Il Bargone, per sopperire alle esigenze dei più bisognosi, aveva dunque fatto ricorso all’intendente che, sia pure in maniera singolare, era venuto in aiuto degli isolani: “La deplorabile situazione di codesto luogo – scriveva l’intendente – ove è scoppiato ed infierisce il Colera Morbus, stato ormai dichiarato tale, come rilevasi dal rapporto del Dr. Tamponi, sta sommamente a cuore dello scrivente, il quale in vista della mancanza di mezzi di codesta comunità, e della nessuna offerta privata si è determinato d’inviare al Sig. Sindaco la somma di lire trecento da erogarsi nei bisogni attuali, massime a beneficio della classe povera”.
La premurosa sovvenzione dell’intendente non era però a titolo grazioso; egli, infatti, precisava che la somma inviata “…si intende concessa a titolo di prestito che a suo tempo sarà oggetto di apposita pratica da istruirsi secondo che meglio sarà avvertito, e di cui il prefato Sig. Sindaco spedirà ricevuta in carta da bollo da centesimi quaranta che quì si unisce trasmettendola a volta di corriere allo scrivente in cui favore verrà fatta, e che alla somma medesima aggiunga franchi quaranta del proprio da distribuire ai Cholerosi poveri”.
Strana sovvenzione dunque quella dell’intendente che, oltretutto, impone al sindaco di aggiungere alla somma rimessa altri quaranta franchi del proprio.

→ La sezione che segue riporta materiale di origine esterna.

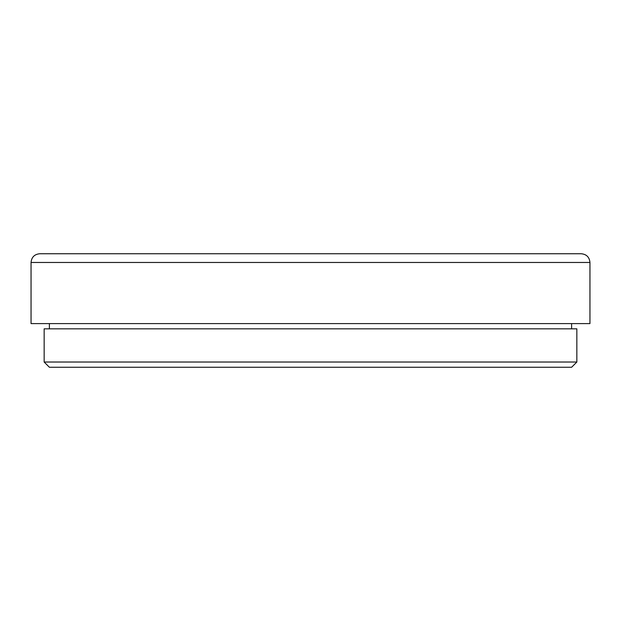 <?xml version="1.0" encoding="UTF-8"?>
<svg xmlns="http://www.w3.org/2000/svg" width="621" height="621" viewBox="0 0 621 621"><rect width="100%" height="100%" fill="white"/><g stroke="black" fill="none" stroke-linecap="round" stroke-linejoin="round"><path stroke-width="0.93" d="M310.5 253.741L39.783 253.741C34.481 254.253 31.57 257.164 31.05 262.466L589.95 262.466C589.43 257.164 586.519 254.253 581.217 253.741L310.5 253.741M589.95 262.466L589.95 323.603L31.05 323.603L31.05 262.466M310.5 362.027L44.153 362.027L44.153 328.835L576.847 328.835L576.847 362.027L310.5 362.027M44.145 362.027L49.393 367.259L571.615 367.259M571.607 367.259L576.855 362.027M49.385 323.603L49.385 328.835M571.615 323.603L571.615 328.835"/></g></svg>
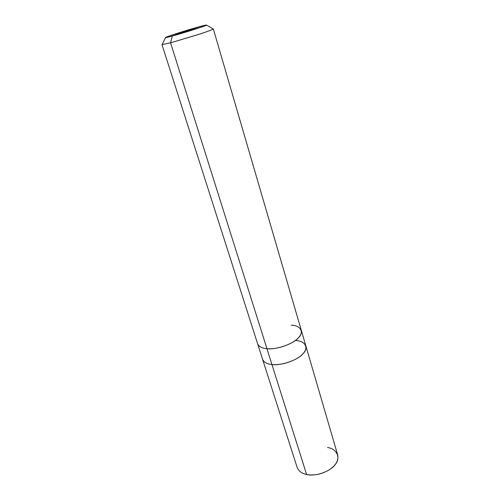<?xml version="1.0" encoding="UTF-8"?>
<svg xmlns="http://www.w3.org/2000/svg" width="500" height="500" viewBox="0 0 500 500"><rect width="100%" height="100%" fill="white"/><g stroke="black" fill="none" stroke-linecap="round" stroke-linejoin="round"><path stroke-width="0.75" d="M295.744 340.538C305.138 340.825 309.244 347.881 302.819 353.975C297.638 360.163 280.781 365.938 271.944 364.525L266.956 348.706L271.944 364.525C279.456 365.181 287.544 363.312 296.212 358.931C303.4 354.725 306.619 350.412 305.875 346L337.688 454.956C338.75 460.344 336 465.269 329.438 469.744C321.475 474.306 313.863 475.887 306.594 474.487L271.944 364.525C266.837 364.006 263.688 362.175 262.5 359.044L262.556 359.244C263.844 362.262 266.969 364.025 271.944 364.525C279.456 365.181 287.544 363.319 296.212 358.931C303.4 354.725 306.625 350.412 305.881 346L305.812 345.8C306.725 350.225 303.587 354.569 296.394 358.831C287.694 363.281 279.544 365.181 271.944 364.525L306.594 474.487C315.2 476.9 330.9 471.344 335.387 464.319C341.069 457.512 336.575 448.65 327.506 447.512M306.594 474.487C301.769 473.475 298.612 471.1 297.119 467.362L257.656 343.906M172.319 36.037C164.013 38.244 163.45 38.075 170.625 35.538L199.081 26.769L172.319 36.037C183.888 32.906 206.756 25.6 206.519 25.106L199.081 26.769C207.662 24.456 208.606 24.506 201.912 26.919L172.319 36.037L199.081 26.769C186.356 30.263 163.05 37.756 165.494 37.65L172.319 36.037L170.569 42.819L198.894 34.337C208.05 31.337 212.856 29.531 213.319 28.925L212.987 28.863L213.269 29.025C212.169 29.8 207.081 31.669 198.006 34.631L170.569 42.819L172.319 36.037M213.319 28.925L301.306 330.344C302.006 334.6 298.712 338.812 291.431 342.981C282.656 347.331 274.5 349.244 266.956 348.706C275.819 349.956 292.85 344.15 298.137 338.1C304.675 332.119 300.625 325.35 291.194 325.188M266.956 348.706L170.569 42.819L266.956 348.706C261.962 348.281 258.844 346.613 257.594 343.713L161.988 44.619L170.569 42.819L161.988 44.619M271.944 364.525C266.975 364.019 263.844 362.262 262.562 359.244M305.875 346L301.363 330.544M213.269 29.025L206.519 25.106M162.087 44.675L165.494 37.65"/></g></svg>

Molto generosamente, però, fa pervenire la carta bollata da centesimi quaranta per stendervi la ricevuta, salvo poi a chiedere in futuro anche il rimborso di quella. A sobbarcarsi gli oneri di quelle tristi giornate non fu però il sindaco Bargone, anche lui colpito dal morbo, ma il consigliere Nicolò Susini chiamato ad assumerne le funzioni. E l’intendente, venuto a conoscenza dell’impegno da lui profuso, non mancò, visto che almeno quelli non costavano nulla, di tributargli sperticati elogi:
“Quanto viene penoso al sottoscritto lo stato di Maddalena, altrettanto gli è confortevole sapere che chi fa le veci del sindaco abbia provveduto alle emergenze in modo assai commendevole, come riferisce il Dr. Tamponi, per cui il sottoscritto stesso gliene esterna tutta la sua soddisfazione e gliene tributa le lodi meritate, riservandosi di segnalarlo al Ministro. Continui l’autorità municipale in questa via e metta in pratica quelle misure che non fossero state adottate, infonda coraggio, inspiri nella popolazione generosi e filantropici sentimenti che il morbo sarà presto per cessare, speriamolo”.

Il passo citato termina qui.